People's Assembly Against Austerity

Key people
  
Clare Solomon, Steve Turner, Romayne Phoenix, Sam Fairbairn, Nick McCarthy, David Steel, Owen Jones, John Rees,

The People’s Assembly Against Austerity is a political initiative in the United Kingdom, launched in 2013.

Contents

It is a movement to "push the arguments against austerity" it sees as missing from British politics and to fight for all those people it sees as being hit by Government policies, including low-paid workers, disabled people, unemployed people, the young, black, minority and ethnic groups and women.

Launch

It was launched with an open letter published in The Guardian in February 2013, backed by public figures such as Tony Benn, Len McCluskey and Jeremy Corbyn MP.

A press conference was held on 26 March 2013 in London where speakers included Caroline Lucas MP, journalist Owen Jones, comedian Mark Steel, then Labour MP Katy Clark, comedian and disabled activist Francesca Martinez, Steve Turner of Unite and Zita Holbourne representing Black Activists Rising Against the Cuts.

Backing

The initiative has been backed by major trade unions such as Unite, UNISON, NUT, NUJ, PCS and RMT. It has also received support from numerous campaigning groups, individuals and political parties. These include: the Green Party of England and Wales, the Communist Party of Britain, the Coalition of Resistance, Left Unity, Labour MPs and individuals including: Tariq Ali, Imran Khan, Bruce Kent, John Pilger, and Ken Loach.

Activities and initiatives

On 22 June 2013, over 4,000 people attended a conference at Westminster Central Hall in London. This followed meetings and rallies across the country including Glasgow, Nottingham, Newcastle, Manchester, Sheffield, Bristol, Brighton & Hove, Southend, Derby, Leicester, North London and South East London.

Following localized group discussions held at the London conference in 2013, local activist groups have been forming and holding meetings across the UK, with the aim of uniting and strengthening existing campaign groups in local areas with the People's Assembly movement. Delegations from the regional groups were expected to join a national mass protest outside the Conservative Party conference in Manchester on 29 September 2013 and an organised day of civil disobedience across the UK on 5 November 2013.

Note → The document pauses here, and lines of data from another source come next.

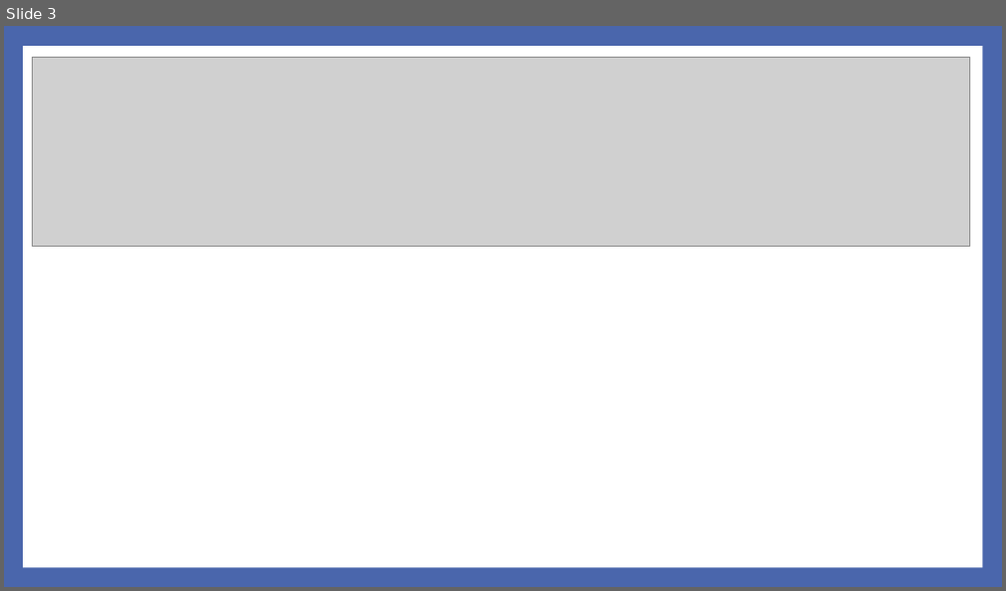
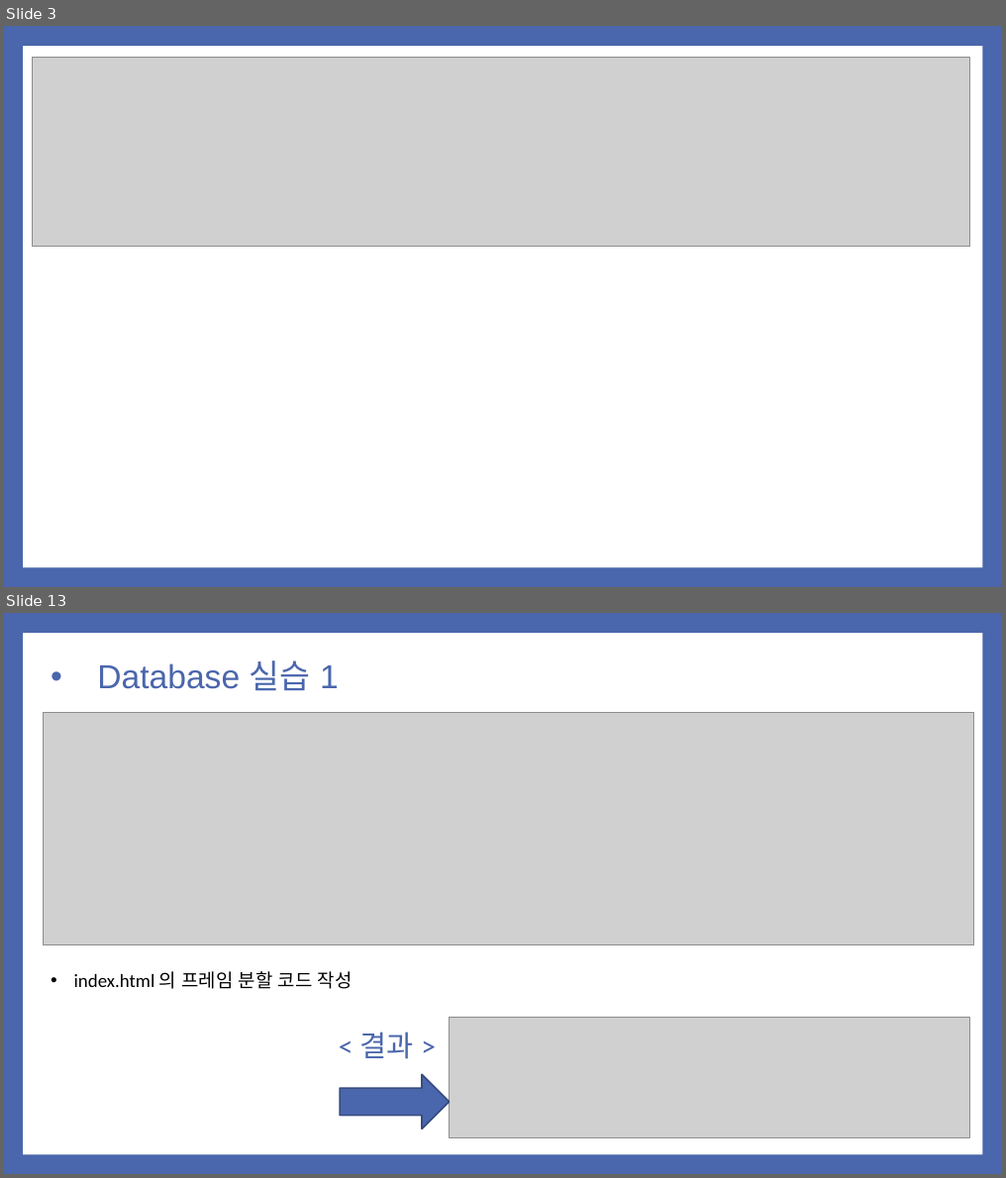
Before and after one commit to noheul1030/KOPO-HTML, a slide deck: 과제PPT/기업업무 4강 JSP_DB연동.pptx. Shown one above the other, each under a label of ours: slide 3 before the commit, slides 3 and 13 after it; the slides between them are not shown. The pictures are 1006x591 and 1006x1178 pixels, drawn with LibreOffice and Linux fonts; fonts in the diff are those of the drawing; grey boxes stand for pictures. Boxes give left, top, right and bottom in pixels: in the first picture for what was removed or moved away, otherwise in the second. Text is boxed around its words. In the diff, an @@ line names an element or a change of style, - is before the commit and + after.

```diff
--- a/과제PPT/기업업무 4강 JSP_DB연동.pptx
+++ b/과제PPT/기업업무 4강 JSP_DB연동.pptx
@@ slide 13 added at (x1=4, y1=613, x2=1002, y2=1174), background #4A66AC; not listed: 1 template element that a slide beside it also shows @@
@@ title added at (x1=97, y1=661, x2=339, y2=691), 32 pt, text #4A66AC @@
+• Database 실습 1
@@ picture added at (x1=43, y1=713, x2=973, y2=945) @@
@@ text added at (x1=74, y1=971, x2=352, y2=989), 18 pt, text #000000 @@
+• index.html 의 프레임 분할 코드 작성
@@ picture added at (x1=449, y1=1017, x2=969, y2=1139) @@
@@ text added at (x1=359, y1=1032, x2=413, y2=1059), 28 pt, text #4A66AC @@
+< 결과 >
@@ right arrow added at (x1=341, y1=1075, x2=450, y2=1130), fill #4A66AC, outline #374B7F 1.5 pt @@
```
Also in this commit, not shown: 19 other slides added, 12 slides removed.

The People's Assembly organized a demonstration which took place on 21 June 2014, marching from outside the BBC Trust's Portland Place offices to Parliament Square. Organizers claimed up to 50,000 demonstrated in central London. Speakers included, among others, comedians Russell Brand, Kate Smurthwaite, Mark Steel and Francesca Martinez, Labour MPs Diane Abbott and Jeremy Corbyn, Green Party MP Caroline Lucas, Lindsey German of the Stop the War Coalition, Kate Hudson from CND, and, then mayor of Tower Hamlets, Lutfur Rahman.

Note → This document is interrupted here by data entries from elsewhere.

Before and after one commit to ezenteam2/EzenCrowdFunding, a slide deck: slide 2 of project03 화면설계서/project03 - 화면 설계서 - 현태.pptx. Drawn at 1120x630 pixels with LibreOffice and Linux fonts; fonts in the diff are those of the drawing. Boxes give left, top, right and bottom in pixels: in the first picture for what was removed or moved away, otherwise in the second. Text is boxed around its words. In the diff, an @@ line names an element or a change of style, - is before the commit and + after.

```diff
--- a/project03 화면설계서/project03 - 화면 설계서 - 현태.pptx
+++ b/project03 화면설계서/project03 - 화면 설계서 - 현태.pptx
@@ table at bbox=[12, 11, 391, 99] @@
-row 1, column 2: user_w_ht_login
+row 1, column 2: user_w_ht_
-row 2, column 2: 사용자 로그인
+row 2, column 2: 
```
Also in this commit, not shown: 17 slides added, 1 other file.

As well as putting on national events, the majority of work is carried out by the local People's Assemblies, that were either founded after the founding People's Assembly, or incorporate pre-existing local anti-cuts groups. These have ranged from People's Question Times, on anti-austerity issues and usually with well known public figures; local demonstrations, regular leafleting, and support for all anti-austerity campaigns in local areas.

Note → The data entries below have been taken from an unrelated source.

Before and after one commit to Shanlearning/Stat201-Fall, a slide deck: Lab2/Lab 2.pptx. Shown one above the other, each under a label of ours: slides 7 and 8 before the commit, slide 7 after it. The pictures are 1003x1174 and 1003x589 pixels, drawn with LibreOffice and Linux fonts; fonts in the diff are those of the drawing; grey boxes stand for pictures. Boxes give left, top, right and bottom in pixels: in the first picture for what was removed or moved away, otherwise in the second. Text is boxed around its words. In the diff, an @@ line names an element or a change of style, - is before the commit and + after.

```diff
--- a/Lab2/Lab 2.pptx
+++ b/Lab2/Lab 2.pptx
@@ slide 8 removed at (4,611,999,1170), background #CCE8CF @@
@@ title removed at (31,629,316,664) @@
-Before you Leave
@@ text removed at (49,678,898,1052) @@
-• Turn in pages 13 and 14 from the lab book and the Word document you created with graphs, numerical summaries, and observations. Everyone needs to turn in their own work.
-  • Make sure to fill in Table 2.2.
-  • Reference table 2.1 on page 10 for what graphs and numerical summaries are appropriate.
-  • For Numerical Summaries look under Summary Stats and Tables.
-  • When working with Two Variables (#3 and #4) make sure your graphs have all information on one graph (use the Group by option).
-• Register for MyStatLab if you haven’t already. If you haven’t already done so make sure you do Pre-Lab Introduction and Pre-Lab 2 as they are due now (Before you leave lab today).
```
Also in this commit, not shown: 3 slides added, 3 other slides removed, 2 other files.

In 2015 the first edition of the People's Manifesto was published, articulating anti-austerity policies.

One of the key goals of the People's Assembly movement as published in the Draft Statement is "To make government abandon its austerity programme. If it will not it must be replaced with one that will."

On 16 April, the National People's Assembly led a further national demonstration labelled the "March for Health, Homes, Jobs, Education".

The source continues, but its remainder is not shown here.